Reconnaître les droits de la nature, lui rendre sa voix, défendre son droit à exister dans les décisions prises pour régir le monde est en effet d’une urgence absolue. Nous avons dépassé à l’échelle mondiale 4 des 9 limites planétaires (6 sur 9 en France) au-delà desquelles nous basculons dans un état inhospitalier. Toutes les études le prouvent : la destruction de la vie sur notre planète est bel et bien l’effet de l’action humaine… mais cette destruction met aussi en danger la survie de l’humanité elle-même. La Terre nous est vitale et son destin préfigure le nôtre. C’est pourquoi il nous faut suivre et encourager les initiatives comme celle du parlement de Loire.

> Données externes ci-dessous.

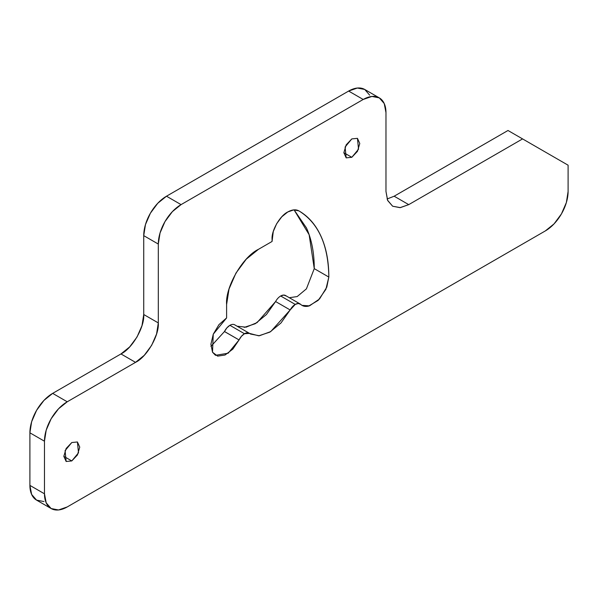 <?xml version="1.0" encoding="UTF-8"?>
<svg xmlns="http://www.w3.org/2000/svg" width="598" height="598" viewBox="0 0 598 598"><rect width="100%" height="100%" fill="white"/><g stroke="black" fill="none" stroke-linecap="round" stroke-linejoin="round"><path stroke-width="0.9" d="M63.822 456.334L71.79 460.938L66.154 461.492L65.085 450.645L71.79 442.535L66.154 448.485L63.822 456.334L66.154 461.492L71.79 460.938L77.426 454.988L79.758 447.132L77.426 441.974L71.79 442.535L77.426 441.974L78.502 452.828L71.79 460.938L63.822 456.334M343.85 152.707L351.818 157.304L346.182 157.865L345.106 147.011L351.818 138.9L346.182 144.851L343.85 152.707L346.182 157.865L351.818 157.304L357.454 151.354L359.787 143.505L357.454 138.347L351.818 138.9L357.454 138.347L358.531 149.194L351.818 157.304L343.85 152.707M224.467 331.554L239.058 339.933L228.152 353.224L215.497 355.309L212.514 352.222L213.262 334.185L226.605 317.927L226.605 304.524C225.177 287.137 242.706 256.774 258.478 249.314L272.068 241.465L272.068 239.178C271.365 230.611 280.006 215.646 287.773 211.969C292.086 209.562 295.786 209.195 298.88 210.87L293.79 209.883L287.773 211.969L281.763 216.82L276.665 223.697L273.264 231.546L272.068 241.465L258.478 249.314L246.279 259.158L235.941 273.107L229.027 289.036L226.605 304.524L226.605 317.927L218.973 324.617L213.262 334.185L210.915 344.231L212.514 352.222L217.657 356.139L225.05 355.01L232.839 349.112L239.058 339.933A9.658 5.576 -60 0 1 244.47 333.721L229.901 325.312A9.658 5.576 120 0 0 224.489 331.516L239.058 339.933L241.457 336.278L244.47 333.721L249.553 333.4L258.74 335.814L269.862 332.122L280.978 322.98L290.165 309.951A9.658 5.576 -60 0 1 295.248 304.412L280.671 295.995A9.658 5.576 120 0 0 275.596 301.541L290.165 309.951L295.248 304.412L298.26 303.478L300.659 304.367C302.708 306.258 305.346 306.841 308.568 306.109L318.173 300.375L325.888 289.312L328.825 277.053C328.825 261.401 326.231 247.841 321.044 236.374C315.856 224.908 308.471 216.409 298.88 210.87C318.398 222.867 328.377 244.926 328.825 277.053L314.256 268.637C314.256 252.984 311.663 239.424 306.475 227.958L294.089 209.853M43.953 501.558L36.568 500.122L31.634 494.441L29.9 485.382L29.9 432.81L31.634 421.747L36.568 410.37L43.953 400.406L52.669 393.372L120.968 353.941L129.676 346.915L137.062 336.951L142.003 325.574L143.729 314.511L158.306 322.92L158.306 244.059L160.04 232.996L164.973 221.619L172.359 211.655L181.067 204.621L363.203 99.47L371.911 96.442L379.296 97.878L384.237 103.559L385.972 112.618L385.972 191.48L387.698 200.539L392.639 206.22L400.025 207.656L408.733 204.628L522.57 138.908L568.1 165.198L568.1 191.48L566.366 202.543L561.432 213.92L554.047 223.884L545.331 230.918L67.238 506.94L58.522 509.967L51.136 508.539L46.203 502.858L44.469 493.799L44.469 441.219L46.203 430.156L51.136 418.779L58.522 408.815L67.238 401.789L135.537 362.358L144.253 355.324L151.638 345.36L156.571 333.983L158.306 322.92L158.306 244.059L143.729 235.642L145.464 224.586L150.397 213.202L157.79 203.245L166.498 196.211L348.634 91.06L357.342 88.033L364.728 89.461L369.661 95.142M143.729 314.511L143.729 235.642L143.729 314.511L158.306 322.92C159.322 335.343 146.802 357.028 135.537 362.358L120.968 353.941L52.669 393.372A32.195 18.59 120 0 0 29.9 432.81L29.9 485.382A32.195 18.59 120 0 0 36.568 500.122L51.136 508.539A32.195 18.59 -60 0 1 44.469 493.799L29.9 485.382L44.469 493.799L44.469 441.219L29.9 432.81L44.469 441.219A32.195 18.59 -60 0 1 67.238 401.789L52.669 393.372L67.238 401.789L135.537 362.358L120.968 353.941C132.233 348.612 144.753 326.927 143.729 314.511M387.093 198.992L394.164 196.211L507.994 130.491L394.164 196.211L408.733 204.628L400.354 207.618L392.639 206.22L387.564 200.233L385.972 191.48L385.972 112.618A32.195 18.59 -60 0 0 379.296 97.878A32.195 18.59 -60 0 0 363.203 99.47L348.634 91.06L166.498 196.211A32.195 18.59 120 0 0 143.729 235.642L158.306 244.059A32.195 18.59 -60 0 1 181.067 204.621L166.498 196.211L181.067 204.621L363.203 99.47L348.634 91.06A32.195 18.59 120 0 1 364.728 89.461L379.296 97.878M244.171 327.398L255.286 323.712L266.402 314.563L275.596 301.541A9.658 5.576 -60 0 1 280.671 295.995L283.691 295.068L286.091 295.95M210.93 346.384L224.489 331.516L226.881 327.868L229.901 325.312A9.658 5.576 -60 0 1 234.977 324.991A9.658 5.576 120 0 0 234.722 324.826A9.658 5.576 120 0 0 229.901 325.312L244.47 333.721A9.658 5.576 -60 0 1 249.299 333.243A9.658 5.576 -60 0 1 249.553 333.4L249.045 333.108M394.164 196.211L408.733 204.628L522.57 138.908L507.994 130.491L568.1 165.198L568.1 191.48A32.195 18.59 -60 0 1 545.331 230.918L67.238 506.94A32.195 18.59 -60 0 1 51.136 508.539M300.076 303.934L285.508 295.517A9.658 5.576 120 0 0 280.671 295.995L295.248 304.412A9.658 5.576 -60 0 1 300.061 303.926A9.658 5.576 -60 0 1 300.659 304.367L301.706 305.189M237.144 326.224L246.077 327.181L257.073 322.614L275.596 301.541L290.165 309.951L270.715 331.613L259.382 335.762L250.54 334.035L249.553 333.4M289.297 297.707L297.191 296.563L306.408 288.864L314.256 268.637L309.136 234.708L294.059 209.861M314.256 268.637L328.825 277.053L326.792 287.137L319.549 298.955L309.502 305.862L302.005 305.361M234.73 324.834L249.299 333.243"/></g></svg>
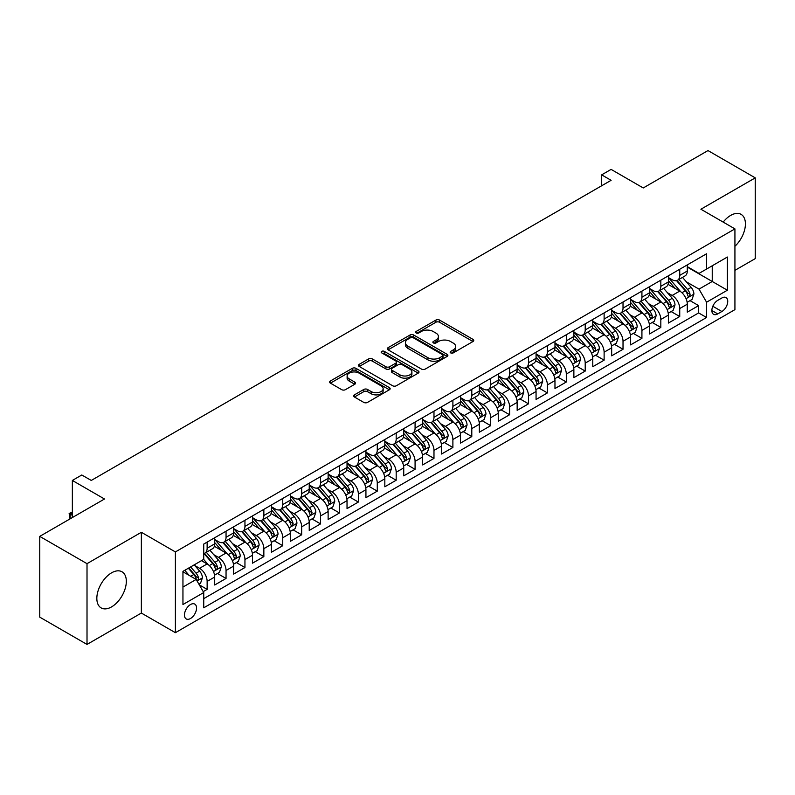 <?xml version="1.0" encoding="UTF-8"?>
<svg xmlns="http://www.w3.org/2000/svg" width="795" height="795" viewBox="0 0 795 795"><rect width="100%" height="100%" fill="white"/><g stroke="black" fill="none" stroke-linecap="round" stroke-linejoin="round"><path stroke-width="1.19" d="M450.676 352.891A1.838 1.063 0 0 0 453.269 352.891L472.985 341.512A2.624 1.51 0 0 0 473.75 340.439A2.624 1.51 0 0 0 472.985 339.366L439.585 320.087A2.624 1.51 0 0 0 435.879 320.087L416.163 331.465A1.838 1.063 0 0 0 415.626 332.221A1.838 1.063 0 0 0 416.163 332.966A1.838 1.063 0 0 0 418.756 332.966L421.31 331.495A8.397 4.849 0 0 1 433.186 331.495L435.968 333.105A8.397 4.849 0 0 1 438.423 336.533A8.397 4.849 0 0 1 435.968 339.962L433.414 341.433A1.838 1.063 0 0 0 432.878 342.178A1.838 1.063 0 0 0 433.414 342.933A1.838 1.063 0 0 0 436.018 342.933L438.562 341.462A8.397 4.849 0 0 1 450.437 341.462L453.22 343.062A8.397 4.849 0 0 1 455.684 346.491A8.397 4.849 0 0 1 453.22 349.919L450.676 351.39A1.838 1.063 0 0 0 450.139 352.145A1.838 1.063 0 0 0 450.676 352.891L450.676 351.39M111.588 606.883A20.849 12.034 120 0 0 125.203 588.509A20.849 12.034 120 0 0 122.013 571.794A20.849 12.034 120 0 0 111.588 572.827A20.849 12.034 120 0 0 97.964 591.202A20.849 12.034 120 0 0 101.154 607.917A20.849 12.034 120 0 0 111.588 606.883M734.928 246.271A20.849 12.034 120 0 0 741.099 214.372A20.849 12.034 120 0 0 730.675 215.405A20.849 12.034 120 0 0 723.182 222.093M190.502 618.51A8.556 4.939 120 0 0 196.097 610.967A8.556 4.939 120 0 0 194.785 604.111A8.556 4.939 120 0 0 190.502 604.538A8.556 4.939 120 0 0 184.917 612.07A8.556 4.939 120 0 0 186.229 618.927A8.556 4.939 120 0 0 190.502 618.51M354.421 394.857A2.624 1.51 0 0 0 353.646 395.93A2.624 1.51 0 0 0 354.421 397.003L363.792 402.409A2.624 1.51 0 0 0 367.499 402.409L389.391 389.769A2.624 1.51 0 0 0 390.166 388.705A2.624 1.51 0 0 0 389.391 387.632L355.991 368.343A2.624 1.51 0 0 0 352.284 368.343L330.392 380.984A2.624 1.51 0 0 0 329.617 382.057A2.624 1.51 0 0 0 330.392 383.13L341.711 389.669A2.624 1.51 0 0 0 345.418 389.669L354.789 384.253A2.624 1.51 0 0 0 355.554 383.18A2.624 1.51 0 0 0 354.789 382.117L349.174 378.867A7.016 4.054 0 0 1 347.117 376.005A7.016 4.054 0 0 1 351.45 372.259A7.016 4.054 0 0 1 359.102 373.143L381.093 385.833A7.016 4.054 0 0 1 383.15 388.705A7.016 4.054 0 0 1 378.817 392.442A7.016 4.054 0 0 1 371.166 391.567L367.499 389.451A2.624 1.51 0 0 0 363.792 389.451L354.421 394.857L354.421 397.003M734.928 270.35L755.25 258.623L755.25 177.861L707.987 150.573L643.244 187.958L611.107 169.395L601.656 174.86L611.107 180.316L91.266 480.448L81.805 474.993L72.355 480.448L72.355 517.555M87.013 563.665L87.013 644.427L141.361 613.054L141.361 532.282L87.013 563.665L39.75 536.377L104.493 499.002L72.355 480.448M141.361 532.282L175.387 551.929L734.928 228.881L734.928 309.643L175.387 632.691L175.387 551.929M755.25 177.861L700.902 209.234L734.928 228.881M421.499 369.099A2.624 1.51 0 0 0 425.206 369.099L447.098 356.458A2.624 1.51 0 0 0 447.873 355.385A2.624 1.51 0 0 0 447.098 354.312L413.698 335.033A2.624 1.51 0 0 0 409.991 335.033L388.099 347.673A2.624 1.51 0 0 0 387.324 348.747A2.624 1.51 0 0 0 388.099 349.81L421.499 369.099M382.425 353.288A1.838 1.063 0 0 1 384.293 353.546L384.293 351.37L418.25 370.967A2.624 1.51 0 0 1 419.015 372.04A2.624 1.51 0 0 1 418.25 373.113L396.347 385.754A2.624 1.51 0 0 1 392.641 385.754L359.241 366.475L359.241 364.329A2.624 1.51 0 0 0 358.475 365.402A2.624 1.51 0 0 0 359.241 366.475M359.241 364.329L368.612 358.923A2.624 1.51 0 0 1 372.318 358.923L385.873 366.743A2.624 1.51 0 0 0 389.58 366.743L395.791 363.146A2.624 1.51 0 0 0 396.566 362.083A2.624 1.51 0 0 0 395.791 361.01L381.689 352.871A1.838 1.063 0 0 1 381.153 352.115A1.838 1.063 0 0 1 382.286 351.142A1.838 1.063 0 0 1 384.293 351.37M87.013 644.427L39.75 617.139L39.75 536.377M203.222 591.629L207.137 589.363L199.297 584.842M194.835 565.563L199.575 568.306A10.693 6.171 60 0 1 207.137 581.403L214.7 577.031L214.7 585.001L226.048 578.452L217.442 573.483M213.736 554.652L218.486 557.384A10.693 6.171 60 0 1 226.048 570.482L233.611 566.12L233.611 574.089L244.949 567.541L236.344 562.572M232.637 543.73L237.387 546.473A10.693 6.171 60 0 1 244.949 559.571L252.512 555.208L252.512 563.168L263.851 556.629L255.255 551.66M251.548 532.819L256.288 535.562A10.693 6.171 60 0 1 263.851 548.659L271.413 544.297L271.413 552.257L282.752 545.708L274.156 540.749M270.449 521.908L275.189 524.65A10.693 6.171 60 0 1 282.752 537.748L290.314 533.375L290.314 541.345L301.663 534.796L293.057 529.828M289.35 510.996L294.1 513.729A10.693 6.171 60 0 1 301.663 526.827L309.225 522.464L309.225 530.434L320.564 523.885L311.958 518.916M308.251 500.075L313.001 502.818A10.693 6.171 60 0 1 320.564 515.915L328.126 511.553L328.126 519.513L339.465 512.974L330.869 508.005M327.162 489.163L331.903 491.906A10.693 6.171 60 0 1 339.465 505.004L347.027 500.641L347.027 508.601L358.366 502.052L349.77 497.094M346.064 478.252L350.804 480.995A10.693 6.171 60 0 1 358.366 494.092L365.929 489.72L365.929 497.69L377.277 491.141L368.671 486.172M364.965 467.341L369.715 470.074A10.693 6.171 60 0 1 377.277 483.171L384.83 478.809L384.83 486.779L396.178 480.23L387.572 475.261M383.866 456.419L388.616 459.162A10.693 6.171 60 0 1 396.178 472.26L403.741 467.897L403.741 475.857L415.079 469.318L406.484 464.35M402.777 445.508L407.517 448.251A10.693 6.171 60 0 1 415.079 461.348L422.642 456.976L422.642 464.946L433.981 458.397L425.385 453.438M421.678 434.597L426.418 437.339A10.693 6.171 60 0 1 433.981 450.437L441.543 446.065L441.543 454.034L452.892 447.486L444.286 442.517M440.579 423.685L445.329 426.418A10.693 6.171 60 0 1 452.892 439.516L460.444 435.153L460.444 443.123L471.793 436.574L463.187 431.606M459.48 412.764L464.23 415.507A10.693 6.171 60 0 1 471.793 428.604L479.355 424.242L479.355 432.202L490.694 425.663L482.098 420.694M478.391 401.853L483.131 404.595A10.693 6.171 60 0 1 490.694 417.693L498.256 413.321L498.256 421.29L509.595 414.742L500.999 409.783M497.292 390.941L502.033 393.684A10.693 6.171 60 0 1 509.595 406.782L517.157 402.409L517.157 410.379L528.506 403.83L519.9 398.861M516.194 380.03L520.944 382.763A10.693 6.171 60 0 1 528.506 395.86L536.059 391.498L536.059 399.468L547.407 392.919L538.801 387.95M535.095 369.109L539.845 371.851A10.693 6.171 60 0 1 547.407 384.949L554.97 380.586L554.97 388.546L566.308 382.007L557.712 377.039M554.006 358.197L558.746 360.94A10.693 6.171 60 0 1 566.308 374.038L573.871 369.665L573.871 377.635L585.209 371.086L576.614 366.127M572.907 347.286L577.647 350.029A10.693 6.171 60 0 1 585.209 363.126L592.772 358.754L592.772 366.724L604.12 360.175L595.515 355.206M591.808 336.374L596.558 339.107A10.693 6.171 60 0 1 604.12 352.205L611.673 347.842L611.673 355.812L623.022 349.263L614.416 344.295M610.709 325.453L615.459 328.196A10.693 6.171 60 0 1 623.022 341.293L630.584 336.931L630.584 344.891L641.923 338.352L633.327 333.383M629.62 314.542L634.36 317.284A10.693 6.171 60 0 1 641.923 330.382L649.485 326.01L649.485 333.979L660.824 327.431L652.228 322.472M648.521 303.63L653.261 306.373A10.693 6.171 60 0 1 660.824 319.471L668.386 315.098L668.386 323.068L679.735 316.519L679.735 308.549A10.693 6.171 -120 0 0 672.173 295.452L667.422 292.719M671.129 311.551L679.735 316.519M214.7 577.031A10.693 6.171 -120 0 0 207.137 563.933L201.473 560.664M233.611 566.12A10.693 6.171 -120 0 0 226.048 553.022L214.352 546.274M252.512 555.208A10.693 6.171 -120 0 0 244.949 542.111L233.253 535.363M271.413 544.297A10.693 6.171 -120 0 0 263.851 531.199L252.164 524.442M290.314 533.375A10.693 6.171 -120 0 0 282.752 520.278L271.065 513.53M309.225 522.464A10.693 6.171 -120 0 0 301.663 509.366L289.966 502.619M328.126 511.553A10.693 6.171 -120 0 0 320.564 498.455L308.867 491.708M347.027 500.641A10.693 6.171 -120 0 0 339.465 487.544L327.779 480.786M365.929 489.72A10.693 6.171 -120 0 0 358.366 476.622L346.68 469.875M384.83 478.809A10.693 6.171 -120 0 0 377.277 465.711L365.581 458.963M403.741 467.897A10.693 6.171 -120 0 0 396.178 454.8L384.482 448.052M422.642 456.976A10.693 6.171 -120 0 0 415.079 443.888L403.393 437.131M441.543 446.065A10.693 6.171 -120 0 0 433.981 432.967L422.294 426.219M460.444 435.153A10.693 6.171 -120 0 0 452.892 422.056L441.195 415.308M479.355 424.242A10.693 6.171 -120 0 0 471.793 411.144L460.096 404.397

Tous les grands systèmes et cycles écologiques de notre planète doivent pouvoir revendiquer d’exister pour leur valeur intrinsèque car, sans eux, nulle vie ne saurait perdurer. Il nous faut donner des droits au cycle de l’eau mais aussi aux autres cycles biogéochimiques, aux grandes forêts primaires, aux pôles, aux océans, aux chaînes de montagnes, aux espèces sauvages et même à l’atmosphère. Il nous faut réapprendre à voir la Terre comme une entité vivante. En écoutant sa voix, en prenant en compte ses intérêts, nous pouvons imaginer et mettre en œuvre des règles du vivre-ensemble qui respectent les écosystèmes et l’humain. En écoutant sa voix, nous pouvons éviter d’inventer ou de tolérer des technologies qui polluent la Terre et détruisent des personnes. Les accidents industriels, les contaminations radioactives, les incendies, les canicules, les inondations, etc., qui se multiplient partout sur la planète, faisant de nombreuses victimes, illustrent un état de fait. Nous faisons partie de la nature, et prendre des décisions sans elle, c’est malheureusement prendre des décisions toxiques pour nous-mêmes et mettre en danger la capacité de l’humanité à vivre sur cette planète à moyen terme.

Valérie Cabanes, juriste, porte-parole de End Ecocide on Earth.

Marie Toussaint, juriste, cofondatrice de Notre affaire à tous et eurodéputée EELV.